Graphene-thermopolyurethane (G-TPU) composite films were fabricated and the effects of the TPU initial concentration, characteristics of TPU, and graphene loading on the electrical, mechanical, thermal, infrared thermal response and near-infrared-light-assisted self-healing properties of the composite films were investigated in detail. The experimental results demonstrate that the comprehensive performances of the composite film are related to the initial concentration of the TPU solution and the characteristics of the TPU and the graphene loading. The composite film prepared from TPU solution with low initial concentration can have conductivity under the condition of low graphene content. However, the composite film prepared with appropriate initial concentration of TPU solution and high graphene loading is conducive to obtain high conductivity. After 60 s of near-infrared illumination, the temperature of the composite film first increases and then decreases with the increase in graphene loading until it reaches saturation.
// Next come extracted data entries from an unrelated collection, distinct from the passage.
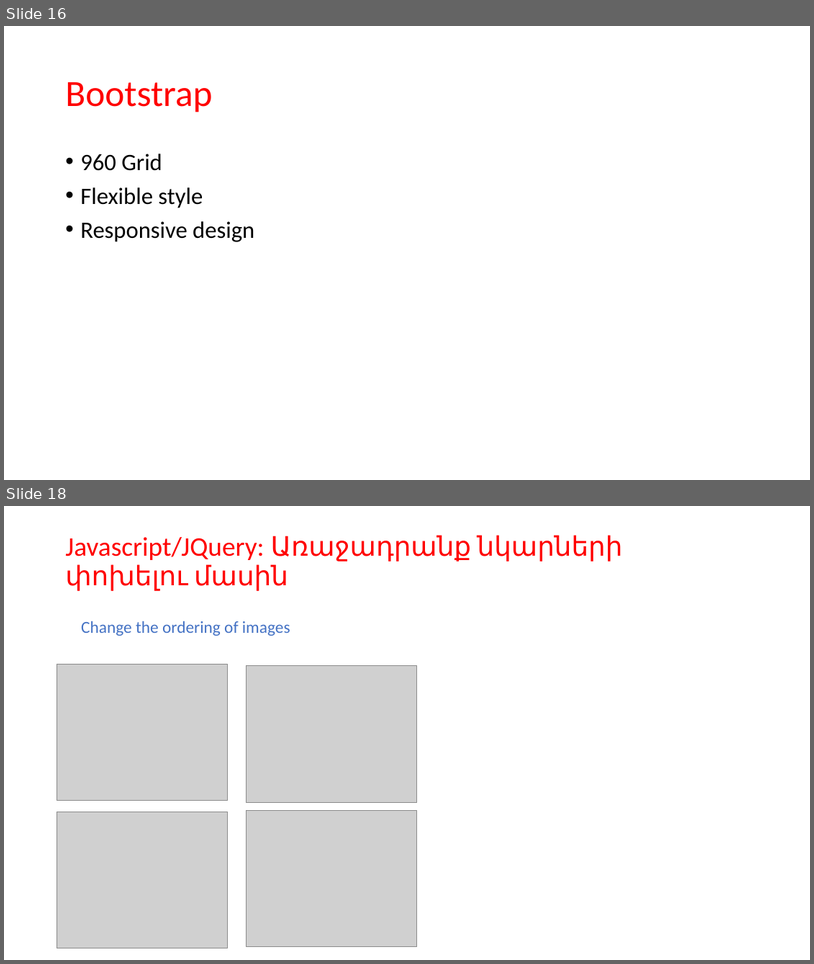
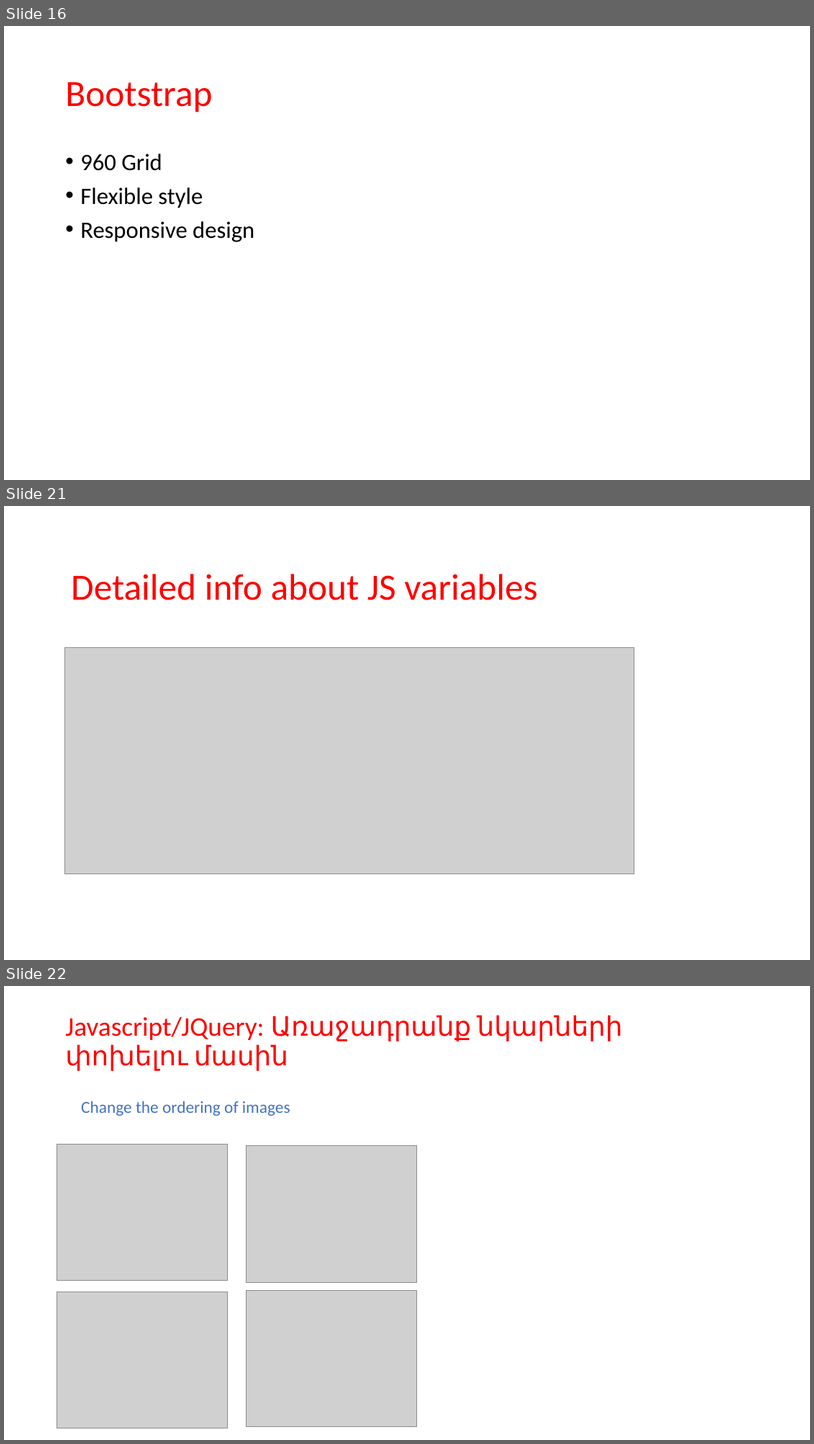
Before and after one commit to gevorgdarbinyan/Training, a slide deck: 2/Web ծրագրավորման դասընթաց - Դաս 2.pptx. Shown one above the other, each under a label of ours: slides 16 and 18 before the commit, slides 16, 21 and 22 after it; the slides between them are not shown. The pictures are 814x964 and 814x1444 pixels, drawn with LibreOffice and Linux fonts; fonts in the diff are those of the drawing; grey boxes stand for pictures. Boxes give left, top, right and bottom in pixels: in the first picture for what was removed or moved away, otherwise in the second. Text is boxed around its words. In the diff, an @@ line names an element or a change of style, - is before the commit and + after.

```diff
--- a/2/Web ծրագրավորման դասընթաց - Դաս 2.pptx
+++ b/2/Web ծրագրավորման դասընթաց - Դաս 2.pptx
@@ slide 21 added at bbox=[4, 506, 810, 960], background #FFFFFF @@
@@ title added at bbox=[71, 574, 538, 600], 44 pt, text #FF0000 @@
+Detailed info about JS variables
@@ picture added at bbox=[65, 648, 635, 874] @@
@@ what was slide 18 is now slide 22 @@
```
Also in this commit, not shown: 1 slide changed, 3 other slides added, 4 other files.

The near-infrared light thermal response of the composite film with high graphene loading is related to the initial concentration of TPU solution, while the near-IR thermal response of the composite film with low graphene loading is independent of the initial concentration of TPU. The surface micro-cracks of the composite film almost disappeared after 10 min of near-infrared illumination. The resistance of the conductive composite film increases after healed. The composite film prepared with low melting point TPU is more favorable to obtain high near-IR thermal self-healing efficiency.